Per-session locking: stop holding the map lock across a pi turn #33

Open
opened 2026-07-05 13:10:46 +08:00 by weiwen · 0 comments
Owner

What to build

SessionManager::send_message takes the session-map write lock and holds it across the entire pi turn, so a status check, the idle-cleanup task, or a message on another chat/interface all block for the full duration of an in-flight answer — defeating the RwLock that was chosen for concurrent reads. Restructure so the map lock is held only briefly (lookup, or spawn-and-insert) and each turn holds only its own session's lock.

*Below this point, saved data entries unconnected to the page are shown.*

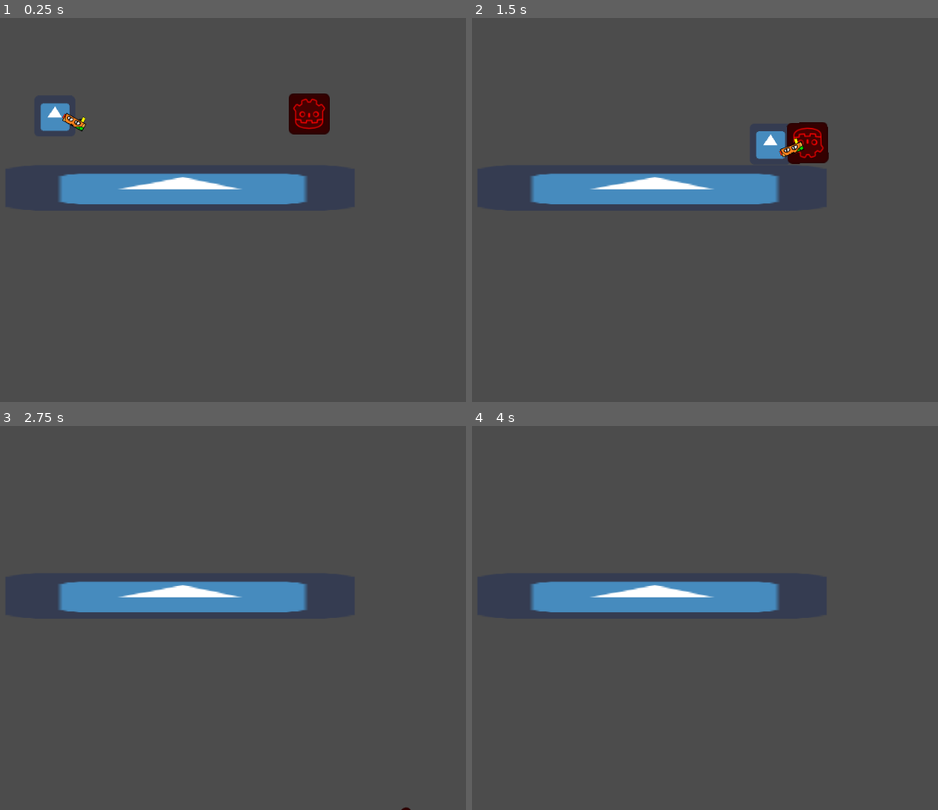
Above: before the commit, frames 1-4 (two rows, left to right).
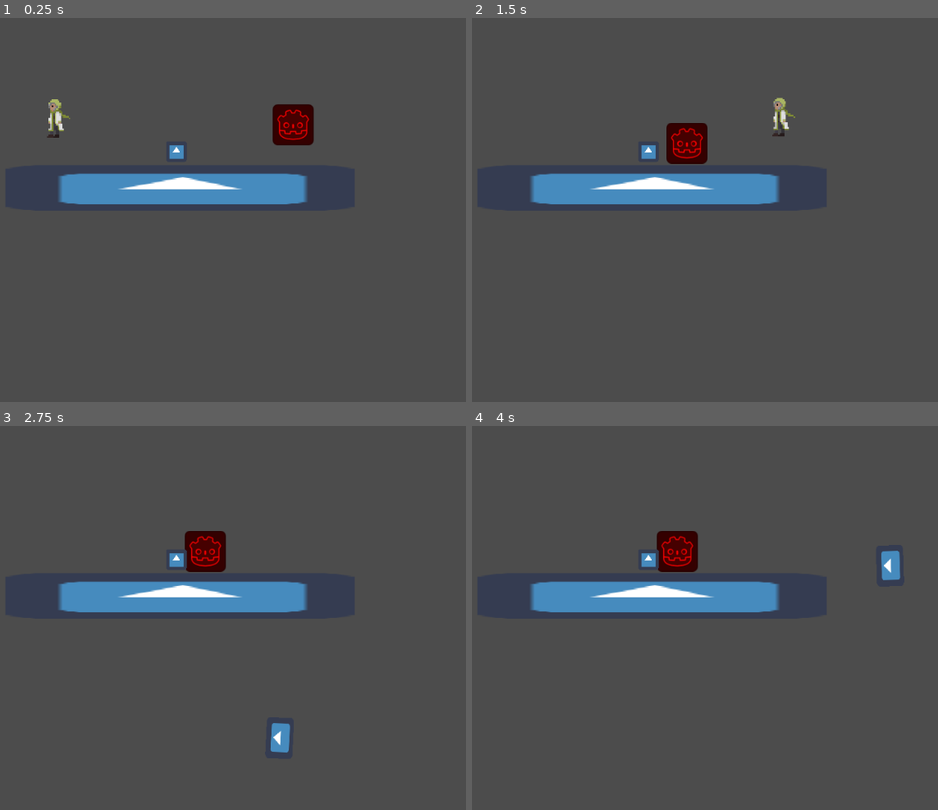
Above: after the commit, the same moments.

Repository: LaurenceTimothyMGarcia/Halloween-Game-Jam-2021
Game: Godot game, scene res://Assets/Scenes/PlayerTester.tscn
The game is run twice, just before and just after one commit, with the same random seed, the same clock (stepped at 60 frames per second) and the same inputs. The project has no main scene, so this scene is started directly. The engine's default icon, where the game draws it, is replaced by a stand-in: a white triangle on a blue panel in a dark square.
Inputs (mouse positions are in pixels of both pictures, inside the frame that each line leads up to):
- Up to frame 1 (0.25 s): no input
- Up to frame 2 (1.5 s): move the mouse to (840, 190) at 0.52 s; press the mouse at (840, 190) at 0.53 s; hold D (move_right) from 0.53 s (still down); right-click (840, 190) at 0.6 s; tap Space (jump) at 0.77 s; move the mouse to (565, 229) at 1.27 s; release the mouse at (565, 229) at 1.28 s; click (565, 229) at 1.35 s
- Up to frame 3 (2.75 s): tap Space (jump) at 1.52 s; right-click (93, 637) at 1.55 s; move the mouse to (288, 533) at 2.02 s; release D (move_right) at 2.03 s; press the mouse at (288, 533) at 2.03 s; hold A (move_left) from 2.03 s (still down); right-click (288, 533) at 2.1 s
- Up to frame 4 (4 s): move the mouse to (663, 694) at 2.77 s; release A (move_left) at 2.78 s; release the mouse at (663, 694) at 2.78 s; hold D (move_right) from 2.78 s (still down); click (663, 694) at 2.85 s; tap Space (jump) at 3.02, 3.77 s; right-click (663, 694) at 3.05 s; tap Enter at 3.5 s; move the mouse to (891, 675) at 3.52 s; press the mouse at (891, 675) at 3.53 s; right-click (891, 675) at 3.6 s

The runs differ from the first frame. In frame 1, 1.9% of the frame differs, in the area x 8-71%, y 19-37%; in frame 2, 2.7%, in the area x 36-77%, y 20-39%; in frame 3, 1.3%; in frame 4, 1.3%.

Commit message:
trying to fix my branch

Diff:
--- a/Assets/Scenes/BasicEnemy.gd
+++ b/Assets/Scenes/BasicEnemy.gd
@@ -1,19 +1,15 @@
-extends RigidBody2D
+extends KinematicBody2D
 
+var gravity = 10
+var velocity = Vector2()
 var is_moving_left = true
 
-var gravity = 1000
-var velocity = Vector2()
-
-var speed = 120
+export var speed = 100
 
 #func _ready():
 	#$AnimationPlayer.play("Walk")
 
-func _physics_process(delta):
-	#if $AnimationPlayer.current_animation == "Attack":
-		#return
-
+func _process(delta):
 	move_character()
 	detect_turn_around()
 
@@ -22,22 +18,12 @@
 		velocity.x = -speed
 	else:
 		velocity.x = speed
-	linear_velocity.x = velocity.x
+
+	velocity.y += gravity
+
+	velocity = move_and_slide(velocity, Vector2.UP)
 
 func detect_turn_around():
-	if not $RayCast2D.is_colliding():
+	if not $RayCast2D.is_colliding() and is_on_floor():
 		is_moving_left = !is_moving_left
 		scale.x = -scale.x
-		print("Time to turn around")
-
-func hit():
-	$AttackDetector.monitoring = true
-
-func end_of_hit():
-	$attackDetector.monitoring = false
-
-#func start_walk():
-	#AnimationPlayer.play("Walk")
-
-#func _on_PlayerDetector_body_entered(body):
-	#animation attack
--- /dev/null
+++ b/Assets/Scenes/BoxTester.gd
@@ -0,0 +1,24 @@
+extends Node2D
+
+
+# Declare member variables here. Examples:
+# var a = 2
+# var b = "text"
+
+
+# Called when the node enters the scene tree for the first time.
+func _ready():
+	pass # Replace with function body.
+
+
+# Called every frame. 'delta' is the elapsed time since the previous frame.
+#func _process(delta):
+#	pass
+
+
+func _on_Button_pressed():
+	$"The Box".getPickedUp($grabPoint, 0)
+
+
+func _on_Button2_pressed():
+	$"The Box".getThrown()
--- /dev/null
+++ b/Assets/Scenes/BoxTester.tscn
@@ -0,0 +1,56 @@
+[gd_scene load_steps=5 format=2]
+
+[ext_resource path="res://Assets/Scenes/TheBox.tscn" type="PackedScene" id=1]
+[ext_resource path="res://Assets/Sprites/icon.png" type="Texture" id=2]
+[ext_resource path="res://Assets/Scenes/BoxTester.gd" type="Script" id=3]
+
+[sub_resource type="RectangleShape2D" id=1]
+extents = Vector2( 271.75, 37.2667 )
+
+[node name="Node2D" type="Node2D"]
+script = ExtResource( 3 )
+
+[node name="The Box" parent="." instance=ExtResource( 1 )]
+position = Vector2( 512.421, 185.79 )
+
+[node name="Floor" type="RigidBody2D" parent="." groups=[
+"platforms",
+]]
+position = Vector2( 22.4747, -28.4678 )
+mode = 1
+gravity_scale = 0.0
+
+[node name="CollisionShape2D" type="CollisionShape2D" parent="Floor"]
+position = Vector2( 443, 265 )
+shape = SubResource( 1 )
+
+[node name="Sprite" type="Sprite" parent="Floor"]
+position = Vector2( 443.5, 265.5 )
+scale = Vector2( 8.51562, 1.10938 )
+texture = ExtResource( 2 )
+
+[node name="grabPoint" type="Node2D" parent="."]
+position = Vector2( 295.167, 133.349 )
+
+[node name="Button" type="Button" parent="."]
+margin_left = 70.4204
+margin_top = 20.9763
+margin_right = 241.42
+margin_bottom = 40.9763
+text = "grab box"
+__meta__ = {
+"_edit_use_anchors_": false
+}
+
+[node name="Button2" type="Button" parent="."]
+margin_left = 368.584
+margin_top = 20.9763
+margin_right = 539.584
+margin_bottom = 40.9763
+text = "yeet box"
+__meta__ = {
+"_edit_use_anchors_": false
+}
+
+[connection signal="pressed" from="Button" to="." method="_on_Button_pressed"]
+[connection signal="pressed" from="Button2" to="." method="_on_Button2_pressed"]
--- a/Assets/Scenes/Enemy.tscn
+++ b/Assets/Scenes/Enemy.tscn
@@ -6,13 +6,9 @@
 [sub_resource type="RectangleShape2D" id=1]
 extents = Vector2( 35, 32 )
 
-[sub_resource type="RectangleShape2D" id=2]
-extents = Vector2( 21.798, 20.5699 )
-
-[sub_resource type="RectangleShape2D" id=3]
-extents = Vector2( 22.3926, 9.27238 )
-
-[node name="Enemy" type="RigidBody2D"]
+[node name="Enemy" type="KinematicBody2D"]
+collision_layer = 2
+collision_mask = 5
 script = ExtResource( 2 )
 
 [node name="Hitbox" type="CollisionShape2D" parent="."]
@@ -23,21 +19,6 @@
 texture = ExtResource( 1 )
 
 [node name="RayCast2D" type="RayCast2D" parent="."]
-rotation = 1.5708
-collision_mask = 6
-
-[node name="PlayerDetector" type="Area2D" parent="."]
-
-[node name="CollisionShape2D" type="CollisionShape2D" parent="PlayerDetector"]
-position = Vector2( -51.7305, 3.56763 )
-shape = SubResource( 2 )
-
-[node name="AttackPlayer" type="Area2D" parent="."]
-monitoring = false
-monitorable = false
-
-[node name="CollisionShape2D" type="CollisionShape2D" parent="AttackPlayer"]
-modulate = Color( 1, 0, 0, 1 )
-self_modulate = Color( 1, 0, 0, 1 )
-position = Vector2( -51.1359, 3.56761 )
-shape = SubResource( 3 )
+position = Vector2( -50, 0 )
+enabled = true
+collision_mask = 4
--- a/Assets/Scenes/GunScenes/Bullet.tscn
+++ b/Assets/Scenes/Gun/Bullet.tscn
@@ -1,19 +1,21 @@
 [gd_scene load_steps=4 format=2]
 
-[ext_resource path="res://Assets/Sprites/Tanjerine.png" type="Texture" id=1]
-[ext_resource path="res://Assets/Scenes/GunScenes/Bullet.gd" type="Script" id=2]
+[ext_resource path="res://Assets/Sprites/icon.png" type="Texture" id=1]
+[ext_resource path="res://Assets/Scenes/Gun/Bullet.gd" type="Script" id=2]
 
 [sub_resource type="CapsuleShape2D" id=1]
 radius = 20.8585
 height = 29.7403
 
 [node name="Bullet" type="Area2D"]
+collision_layer = 16
+collision_mask = 14
 script = ExtResource( 2 )
 vel = 2000
 
 [node name="Sprite" type="Sprite" parent="."]
-position = Vector2( 5.03245, 3.17839 )
-scale = Vector2( 1.04768, 0.50735 )
+position = Vector2( 0, 0.982153 )
+scale = Vector2( 1, 0.662384 )
 texture = ExtResource( 1 )
 __meta__ = {
 "_editor_description_": ""
--- a/Assets/Scenes/GunScenes/Gun.gd
+++ b/Assets/Scenes/Gun/Gun.gd
@@ -2,20 +2,17 @@
 
 var can_fire = true
 
-var bullet = preload("res://Assets/Scenes/GunScenes/Bullet.tscn")
+export (PackedScene) var bullet
 
 # Called when the node enters the scene tree for the first time.
 func _ready():
-	set_as_toplevel(true)
+	pass
 
 func _physics_process(delta):
-	position.x = get_parent().position.x + 31
-	position.y = get_parent().position.y + 5
-
 	var mousePos = get_global_mouse_position()
 	look_at(mousePos)
 
-	if(Input.is_mouse_button_pressed(1)) and can_fire:
+	if Input.is_action_pressed("shoot") and can_fire:
 
 		var bulletInstance = bullet.instance()
 		bulletInstance.position = $MuzzleArea.global_position
--- /dev/null
+++ b/Assets/Scenes/Gun/Gun.tscn
@@ -0,0 +1,12 @@
+[gd_scene load_steps=3 format=2]
+
+[ext_resource path="res://Assets/Scenes/Gun/Gun.gd" type="Script" id=1]
+[ext_resource path="res://Assets/Scenes/Gun/Bullet.tscn" type="PackedScene" id=2]
+
+[node name="Gun" type="Node2D"]
+script = ExtResource( 1 )
+bullet = ExtResource( 2 )
+
+[node name="Sprite" type="Sprite" parent="."]
+
+[node name="MuzzleArea" type="Position2D" parent="."]
--- a/Assets/Scenes/GunScenes/Gun.tscn
+++ /dev/null
@@ -1,13 +0,0 @@
-[gd_scene load_steps=3 format=2]
-
-[ext_resource path="res://Assets/Scenes/GunScenes/Gun.gd" type="Script" id=1]
-[ext_resource path="res://Assets/Sprites/TanjerineGun.png" type="Texture" id=2]
-
-[node name="Gun" type="Node2D"]
-script = ExtResource( 1 )
-
-[node name="Sprite" type="Sprite" parent="."]
-texture = ExtResource( 2 )
-
-[node name="MuzzleArea" type="Position2D" parent="."]
-position = Vector2( 33.2239, -7.33056 )
--- a/Assets/Scenes/Player.gd
+++ b/Assets/Scenes/Player.gd
@@ -8,7 +8,17 @@
 export var fallMultiplier = 2
 export var lowJumpMultiplier = 4
 
+enum boxState {platform, carried, thrown}
+
 var _jumpReady
+
+var _facingRight
+var _grabPointSwapDistance
+
+var theBox
+
+signal facing_left
+signal facing_right
 
 var velocity = Vector2()
 
@@ -16,11 +26,21 @@
 # Called when the node enters the scene tree for the first time.
 func _ready():
 	_jumpReady = true
+	_facingRight = true
+	_grabPointSwapDistance = $GrabPoint.position.x
 
 
 # Called every frame. 'delta' is the elapsed time since the previous frame.
 func _physics_process(delta):
+	_lookAtMouse()
 	_movementHandler(delta)
+	_theBoxHandler()
+
+func _lookAtMouse():
+	if get_global_mouse_position().x >= position.x:
+		_lookRight()
+	else:
+		_lookLeft()
 
 func _movementHandler(var delta):
 	velocity.x = 0
@@ -28,6 +48,8 @@
 		velocity.x -= 1
 	if Input.is_action_pressed("move_right"):
 		velocity.x += 1
+
+
 	if Input.is_action_just_pressed("jump") and _jumpReady:
 		_jumpReady = false
 		velocity.y = -jumpVel
@@ -43,7 +65,45 @@
 
 	velocity = move_and_slide(velocity)
 
+func _lookLeft():
+	if _facingRight:
+		_facingRight = false
+		$GrabPoint.position.x = -_grabPointSwapDistance
+		$GrabZone.scale *= -1
+		$Gun.position.x *= -1
+		$Sprite.scale.x *= -1
+		emit_signal("facing_left")
+
+func _lookRight():
+	if !_facingRight:
+		_facingRight = true
+		$GrabPoint.position.x = _grabPointSwapDistance
+		$GrabZone.scale *= -1
+		$Gun.position.x *= -1
+		$Sprite.scale.x *= -1
+		emit_signal("facing_right")
 
 func _on_GroundedChecker_body_entered(body):
 	if body.is_in_group("platforms"):
 		_jumpReady = true
+
+
+func _theBoxHandler():
+	if Input.is_action_just_pressed("grab") and theBox != null:
+		if theBox.currentState == boxState.platform:
+			theBox.call("getPickedUp", $GrabPoint, _grabPointSwapDistance)
+			connect("facing_left", theBox, "_on_Player_facing_left")
+			connect("facing_right", theBox, "_on_Player_facing_right")
+			theBox.facingRight = _facingRight
+		elif theBox.currentState == boxState.carried:
+			disconnect("facing_left", theBox, "_on_Player_facing_left")
+			disconnect("facing_right", theBox, "_on_Player_facing_right")
+			theBox.call("getThrown")
+
+func _on_GrabZone_body_entered(body):
+	if body.is_in_group("thebox"):
+		theBox = body
+
+func _on_GrabZone_body_exited(body):
+	if body.is_in_group("thebox"):
+		theBox = null
--- a/Assets/Scenes/Player.tscn
+++ b/Assets/Scenes/Player.tscn
@@ -1,8 +1,8 @@
-[gd_scene load_steps=6 format=2]
+[gd_scene load_steps=7 format=2]
 
-[ext_resource path="res://Assets/Sprites/icon.png" type="Texture" id=1]
+[ext_resource path="res://Assets/Sprites/Player_Walk.png" type="Texture" id=1]
 [ext_resource path="res://Assets/Scenes/Player.gd" type="Script" id=2]
-[ext_resource path="res://Assets/Scenes/GunScenes/Gun.tscn" type="PackedScene" id=3]
+[ext_resource path="res://Assets/Scenes/Gun/Gun.tscn" type="PackedScene" id=3]
 
 [sub_resource type="CapsuleShape2D" id=1]
 radius = 30.75
@@ -12,24 +12,44 @@
 radius = 8.75
 height = 23.5
 
+[sub_resource type="RectangleShape2D" id=3]
+extents = Vector2( 34, 28 )
+
 [node name="Player" type="KinematicBody2D"]
+collision_mask = 5
 script = ExtResource( 2 )
 
+[node name="Gun" parent="." instance=ExtResource( 3 )]
+position = Vector2( 28.2669, 1.95 )
+
 [node name="Hitbox" type="CollisionShape2D" parent="."]
+position = Vector2( -1.731, 3.27 )
+scale = Vector2( 0.75, 1 )
 shape = SubResource( 1 )
 
 [node name="Sprite" type="Sprite" parent="."]
+scale = Vector2( 0.15, 0.15 )
 texture = ExtResource( 1 )
-
-[node name="Gun" parent="." instance=ExtResource( 3 )]
-position = Vector2( 49.3332, 6.10035 )
-scale = Vector2( 0.5, 0.5 )
+hframes = 4
 
 [node name="GroundedChecker" type="Area2D" parent="."]
+collision_mask = 14
 
 [node name="GroundCheck Area" type="CollisionShape2D" parent="GroundedChecker"]
-position = Vector2( 0, 28 )
+position = Vector2( 0, 35 )
 rotation = 1.5708
 shape = SubResource( 2 )
 
+[node name="GrabPoint" type="Node2D" parent="."]
+position = Vector2( 66, 0 )
+
+[node name="GrabZone" type="Area2D" parent="."]
+collision_mask = 8
+
+[node name="Grabzone Area" type="CollisionShape2D" parent="GrabZone"]
+position = Vector2( 68, -1 )
+shape = SubResource( 3 )
+
 [connection signal="body_entered" from="GroundedChecker" to="." method="_on_GroundedChecker_body_entered"]
+[connection signal="body_entered" from="GrabZone" to="." method="_on_GrabZone_body_entered"]
+[connection signal="body_exited" from="GrabZone" to="." method="_on_GrabZone_body_exited"]
--- a/Assets/Scenes/PlayerTester.tscn
+++ b/Assets/Scenes/PlayerTester.tscn
@@ -1,8 +1,9 @@
-[gd_scene load_steps=5 format=2]
+[gd_scene load_steps=6 format=2]
 
 [ext_resource path="res://Assets/Scenes/Player.tscn" type="PackedScene" id=1]
 [ext_resource path="res://Assets/Sprites/icon.png" type="Texture" id=2]
 [ext_resource path="res://Assets/Scenes/Enemy.tscn" type="PackedScene" id=3]
+[ext_resource path="res://Assets/Scenes/TheBox.tscn" type="PackedScene" id=4]
 
 [sub_resource type="RectangleShape2D" id=1]
 extents = Vector2( 271.75, 37.2667 )
@@ -11,12 +12,13 @@
 
 [node name="Player" parent="." instance=ExtResource( 1 )]
 position = Vector2( 248, 120 )
+collision_mask = 13
 
-[node name="Floor" type="RigidBody2D" parent="." groups=[
+[node name="Floor" type="StaticBody2D" parent="." groups=[
 "platforms",
 ]]
-mode = 1
-gravity_scale = 0.0
+collision_layer = 4
+collision_mask = 0
 
 [node name="CollisionShape2D" type="CollisionShape2D" parent="Floor"]
 position = Vector2( 443, 265 )
@@ -29,3 +31,9 @@
 
 [node name="Enemy" parent="." instance=ExtResource( 3 )]
 position = Vector2( 644.906, 146.835 )
+collision_mask = 13
+
+[node name="The Box" parent="." instance=ExtResource( 4 )]
+position = Vector2( 437.75, 208.733 )
+collision_layer = 8
+mass = 1000.0
--- /dev/null
+++ b/Assets/Scenes/TheBox.gd
@@ -0,0 +1,82 @@
+extends RigidBody2D
+
+
+# Declare member variables here.
+export var latchSpeed = 2000
+
+enum boxState {platform, carried, thrown}
+var currentState
+
+var targetPos
+var _moveDir
+
+var swapSideDist
+
+var facingRight
+
+signal box_grabbed
+signal box_thrown
+
+# Called when the node enters the scene tree for the first time.
+func _ready():
+	currentState = boxState.platform
+	_moveDir = Vector2()
+
+
+# Called every frame. 'delta' is the elapsed time since the previous frame.
+func _physics_process(delta):
+	movementHandler(delta)
+
+func _enterCarriedMode():
+	if currentState == boxState.platform:
+		currentState = boxState.carried
+		call_deferred("set_mode",MODE_KINEMATIC)
+		remove_from_group("platforms")
+		# $Hitbox.disabled = true
+
+func _enterThrownMode():
+	if currentState == boxState.carried:
+		currentState = boxState.thrown
+		call_deferred("set_mode",MODE_CHARACTER)
+		# $Hitbox.disabled = false
+		if facingRight:
+			linear_velocity = Vector2(400,-20)
+		else:
+			linear_velocity = Vector2(-400,-20)
+
+func _enterPlatformMode():
+	if currentState == boxState.thrown:
+		currentState = boxState.platform
+		call_deferred("set_mode",MODE_STATIC)
+		add_to_group("platforms")
+
+# this is the function that player can call in order to pick up the box
+func getPickedUp(var grabPoint, var grabPointDist):
+	if currentState == boxState.platform:
+		emit_signal("box_grabbed")
+		targetPos = grabPoint
+		swapSideDist = grabPointDist
+		_enterCarriedMode()
+
+func getThrown():
+	if currentState == boxState.carried:
+		emit_signal("box_thrown")
+		_enterThrownMode()
+
+func _on_GroundedChecker_body_entered(body):
+	if currentState == boxState.thrown and body.is_in_group("platforms"):
+		_enterPlatformMode()
+
+func movementHandler(delta):
+	if currentState == boxState.carried:
+		position = position.move_toward(targetPos.get_global_position(), latchSpeed * delta)
+
+func _on_Player_facing_left():
+	if currentState == boxState.carried:
+		position.x -= 2 * swapSideDist
+		facingRight = false
+
+func _on_Player_facing_right():
+	if currentState == boxState.carried:
+		position.x += 2 * swapSideDist
+		facingRight = true
--- /dev/null
+++ b/Assets/Scenes/TheBox.tscn
@@ -0,0 +1,38 @@
+[gd_scene load_steps=5 format=2]
+
+[ext_resource path="res://Assets/Sprites/icon.png" type="Texture" id=1]
+[ext_resource path="res://Assets/Scenes/TheBox.gd" type="Script" id=2]
+
+[sub_resource type="RectangleShape2D" id=1]
+
+[sub_resource type="CapsuleShape2D" id=2]
+radius = 2.0
+height = 15.0
+
+[node name="The Box" type="RigidBody2D" groups=[
+"platforms",
+"thebox",
+]]
+collision_layer = 12
+collision_mask = 0
+mode = 1
+gravity_scale = 5.0
+script = ExtResource( 2 )
+
+[node name="Hitbox" type="CollisionShape2D" parent="."]
+shape = SubResource( 1 )
+
+[node name="Sprite" type="Sprite" parent="."]
+scale = Vector2( 0.5, 0.5 )
+texture = ExtResource( 1 )
+
+[node name="GroundedChecker" type="Area2D" parent="."]
+collision_layer = 8
+collision_mask = 4
+
+[node name="GroundCheck Area" type="CollisionShape2D" parent="GroundedChecker"]
+position = Vector2( 0, 14.457 )
+rotation = 1.5708
+shape = SubResource( 2 )
+
+[connection signal="body_entered" from="GroundedChecker" to="." method="_on_GroundedChecker_body_entered"]
--- a/project.godot
+++ b/project.godot
@@ -30,6 +30,16 @@
 "events": [ Object(InputEventKey,"resource_local_to_scene":false,"resource_name":"","device":0,"alt":false,"shift":false,"control":false,"meta":false,"command":false,"pressed":false,"scancode":32,"unicode":0,"echo":false,"script":null)
  ]
 }
+grab={
+"deadzone": 0.5,
+"events": [ Object(InputEventMouseButton,"resource_local_to_scene":false,"resource_name":"","device":0,"alt":false,"shift":false,"control":false,"meta":false,"command":false,"button_mask":0,"position":Vector2( 0, 0 ),"global_position":Vector2( 0, 0 ),"factor":1.0,"button_index":2,"pressed":false,"doubleclick":false,"script":null)
+ ]
+}
+shoot={
+"deadzone": 0.5,
+"events": [ Object(InputEventMouseButton,"resource_local_to_scene":false,"resource_name":"","device":0,"alt":false,"shift":false,"control":false,"meta":false,"command":false,"button_mask":0,"position":Vector2( 0, 0 ),"global_position":Vector2( 0, 0 ),"factor":1.0,"button_index":1,"pressed":false,"doubleclick":false,"script":null)
+ ]
+}
 
 [layer_names]
 
@@ -41,6 +51,7 @@
 2d_physics/layer_3="Environment"
 2d_render/layer_4="Box"
 2d_physics/layer_4="Box"
+2d_physics/layer_5="PlayerBullet"
 
 [physics]
 
Not shown: 1 places in Assets/Scenes/Enemy.tscn that only renumber resources
Renamed: Assets/Scenes/GunScenes/Bullet.gd -> Assets/Scenes/Gun/Bullet.gd
Binary file added: Assets/Sprites/Player_Jump.png
Not shown, added: Assets/Sprites/Player_Jump.png.import
Binary file added: Assets/Sprites/Player_Walk.png
Not shown, added: Assets/Sprites/Player_Walk.png.import
Binary file removed: Assets/Sprites/Tanjerine.png
Binary file removed: Assets/Sprites/TanjerineGun.png
Binary file added: Assets/Sprites/mc sprite 102921.png
Not shown, changed: Assets/Sprites/mc sprite 102921.png.import
Binary file added: Assets/Sprites/mc sprite disgust 102921.png
Not shown, added: Assets/Sprites/mc sprite disgust 102921.png.import
(and 6 more such lines)

Scoped single-user (ADR-0001), but the dual-interface overlap and status-during-turn cases are documented use cases, so the fix is worthwhile.

Decision from grilling:

map:  RwLock<HashMap<String, Arc<Slot>>>
Slot: { process: tokio::Mutex<PiProcess>, last_activity: AtomicI64 /* epoch secs */ }
  • The map lock is taken briefly to get-or-create the slot. On a miss, PiProcess::spawn is awaited under the map lock (session creation is infrequent), the slot is inserted, its Arc cloned, then the lock is dropped. The turn then locks only slot.process.
  • last_activity lives outside the turn lock as an atomic, so get_status and cleanup_idle read it under just the brief map read lock — they never block on a running turn.
  • On a turn error, re-acquire the map write lock and remove the slot, guarded by Arc::ptr_eq so a concurrently-replaced session is not clobbered.

Acceptance criteria

  • Session map stores Arc<Slot>; the turn's send_message holds only the per-session lock, not the map lock.
  • get_status and cleanup_idle read last_activity without acquiring the per-session turn lock (verified: status returns while a turn is simulated in flight).
  • Session creation still spawns exactly one pi process per chat; crash cleanup removes the crashed slot and is guarded against clobbering a replacement.
  • The single-chat back-to-back path behaves unchanged.
  • Existing session tests pass; just check green.

Blocked by

None - can start immediately.

Soft advisory: overlaps #31 in the session manager (session-id minting). Grabbing this after #31 avoids a merge collision — not a hard blocker.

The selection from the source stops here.